Interior of the Right Atrium

  • The interior of the right atrium has a rough, trabeculated wall.
  • The right atrium receives blood from the superior vena cava and inferior vena cava through the right atrioventricular orifice.

Right Ventricle

  • The right ventricle forms the largest part of the anterior surface of the heart and small parts of the diaphragmatic and inferior surfaces.
  • The right ventricle receives blood from the right atrium through the right atrioventricular orifice and pumps it into the pulmonary trunk.

Interior of the Right Ventricle

  • The interior of the right ventricle has irregular muscular elevations (trabeculae carneae).
  • A thick muscular ridge, the supraventricular crest, separates the ridged muscular wall of the inflow part of the chamber from the smooth wall of the outflow part.

Cardiac Conduction System

  • The cardiac conduction system consists of nodal tissue that initiates and coordinates contractions of the four chambers.
  • It generates and transmits impulses that produce the cardiac cycle.
  • The cardiac conduction system includes the sinoatrial (SA) node, atrioventricular (AV) node, atrioventricular bundle (bundle of His), and right and left bundle branches.

Thoracic Aorta

  • The thoracic aorta is the part of the aorta that lies in the thoracic cavity.
  • It begins posterior to the 2nd right sternocostal joint at the level of the sternal angle and arches superiorly, posteriorly, and to the left.
  • The thoracic aorta gives rise to several branches, including the brachiocephalic, left common carotid, and left subclavian arteries.

Branches of the Aorta

  • The ascending aorta gives rise to the right and left coronary arteries.
  • The arch of the aorta gives rise to the brachiocephalic, left common carotid, and left subclavian arteries.
  • The thoracic aorta gives rise to posterior intercostal arteries, subcostal arteries, and some phrenic arteries.

Nerves of the Thorax

  • The vagus nerve (CN X) enters the superior mediastinum posterior to the sternoclavicular joint and brachiocephalic vein and gives rise to the recurrent laryngeal nerve.
  • The phrenic nerve arises from the anterior rami of C3-C5 nerves and passes through the superior thoracic aperture and runs between the mediastinal pleura and pericardium.
  • The intercostal nerves (1-11) arise from the anterior rami of T1-T11 nerves and run in the intercostal spaces between the internal and innermost layers of intercostal muscles.

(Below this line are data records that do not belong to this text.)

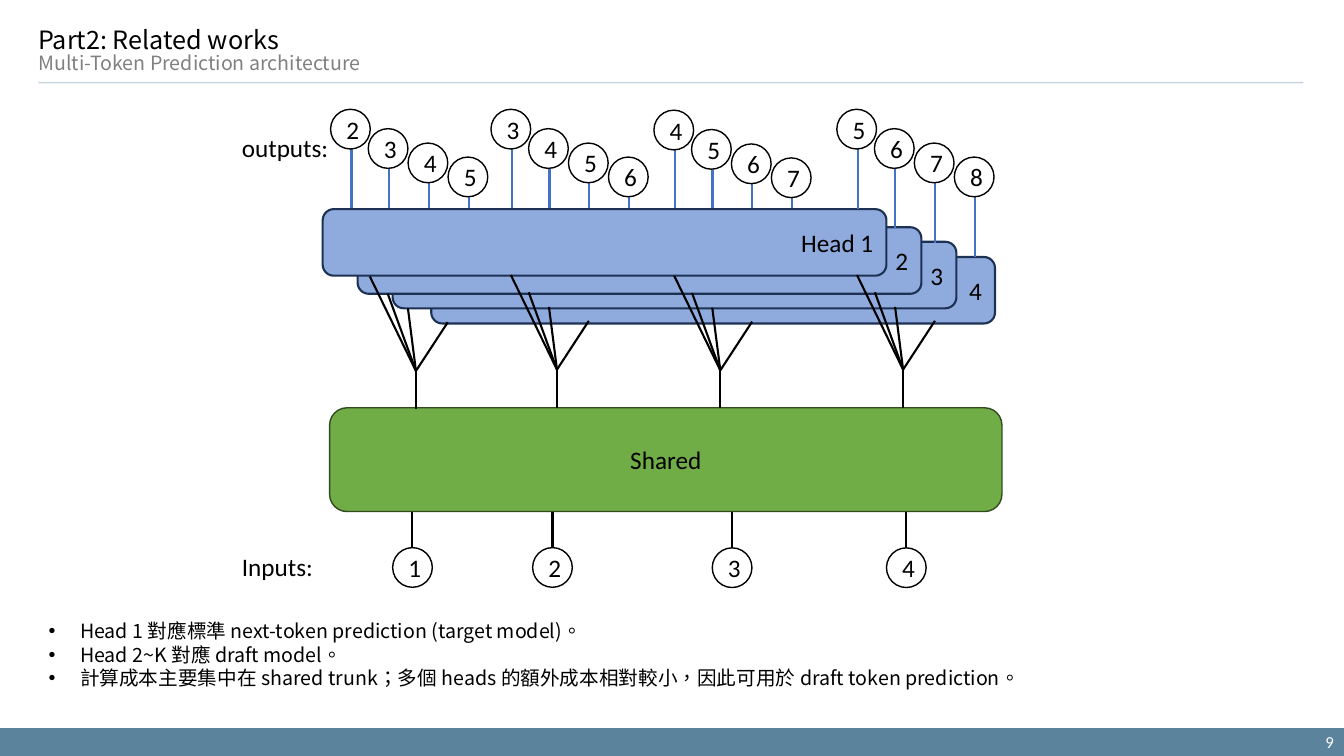
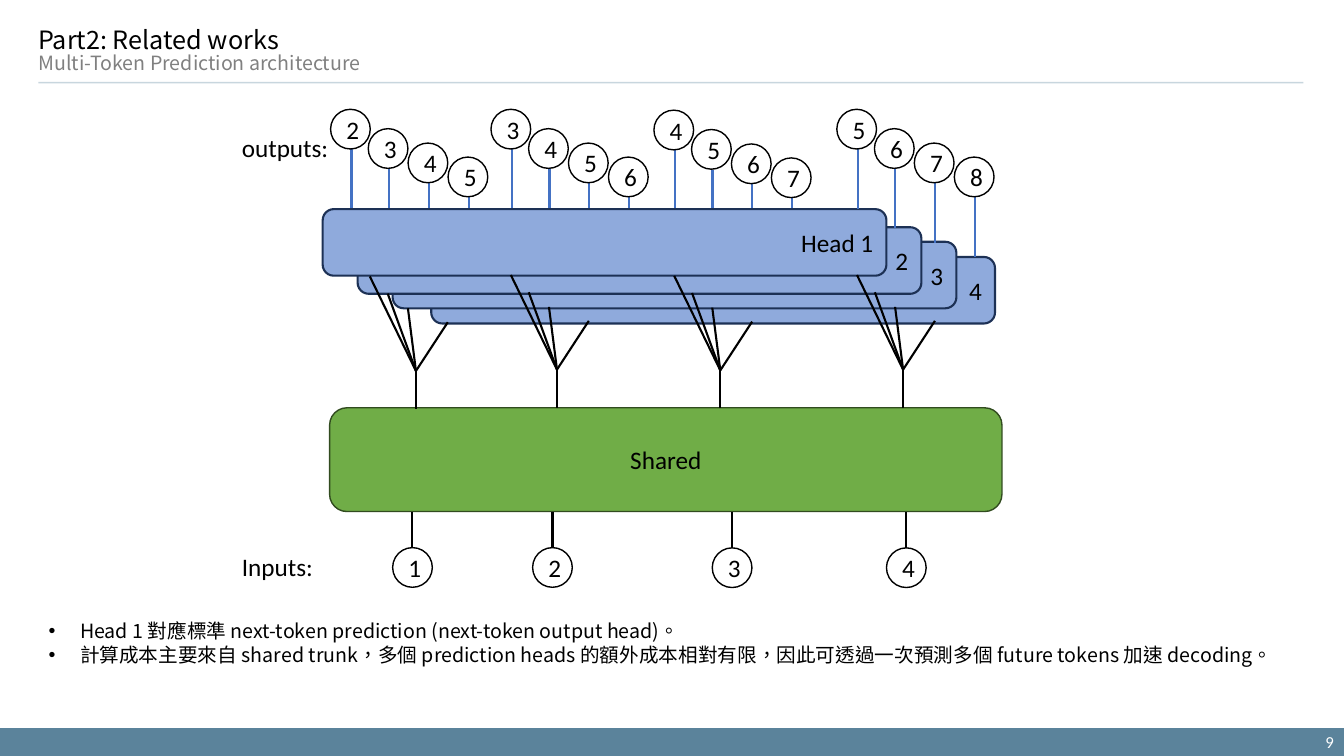
Before and after one commit to xdfg12456/llama-mtp, a slide deck: slide 9 of doc/mtp_with_consistency_method_v2.pptx. Drawn at 1344x756 pixels with LibreOffice and Linux fonts; fonts in the diff are those of the drawing. Boxes give left, top, right and bottom in pixels: in the first picture for what was removed or moved away, otherwise in the second. Text is boxed around its words. In the diff, an @@ line names an element or a change of style, - is before the commit and + after.

```diff
--- a/doc/mtp_with_consistency_method_v2.pptx
+++ b/doc/mtp_with_consistency_method_v2.pptx
@@ text at box(80, 621, 1273, 667): text changed @@
-• Head 1 對應標準 next-token prediction (target model)。
-• Head 2~K 對應 draft model。
-• 計算成本主要集中在 shared trunk；多個 heads 的額外成本相對較小，因此可用於 draft token prediction。
+• Head 1 對應標準 next-token prediction (next-token output head)。
+• 計算成本主要來自 shared trunk，多個 prediction heads 的額外成本相對有限，因此可透過一次預測多個 future tokens 加速 decoding。
```
Also in this commit, not shown: 13 other slides changed.

Muscle Damage and Hypertrophy

  • External oblique muscle is most likely to be damaged.
  • Anabolic steroid user may experience hypertrophy of the semispinalis capitis muscle.

Compression and Sensation

  • Compression by the semispinalis capitis muscle can lead to reduced sensation in the scalp just posterior to the external ear.

Neck Flexion and Injury

  • Difficulty in lateral flexion of the neck can be caused by hyperextension injury of the neck.
  • Hyperextension injury of the neck can lead to acute back pain.

Case Study 2-11

  • Sudden severe pain in the lower back can be caused by carrying a heavy load.
  • Severe pain in the lower back can lead to a dull ache in the posterolateral aspect of the thigh, extending along the calf of the leg into the foot.
  • Diagnosis of paraplegia and other neurological deficits can result in sphincter paralysis in the urinary bladder and anal canal.

This quiz covers the regional characteristics of cervical vertebrae, including their size, location, and range of movement. It also discusses their function and comparison to other vertebrae.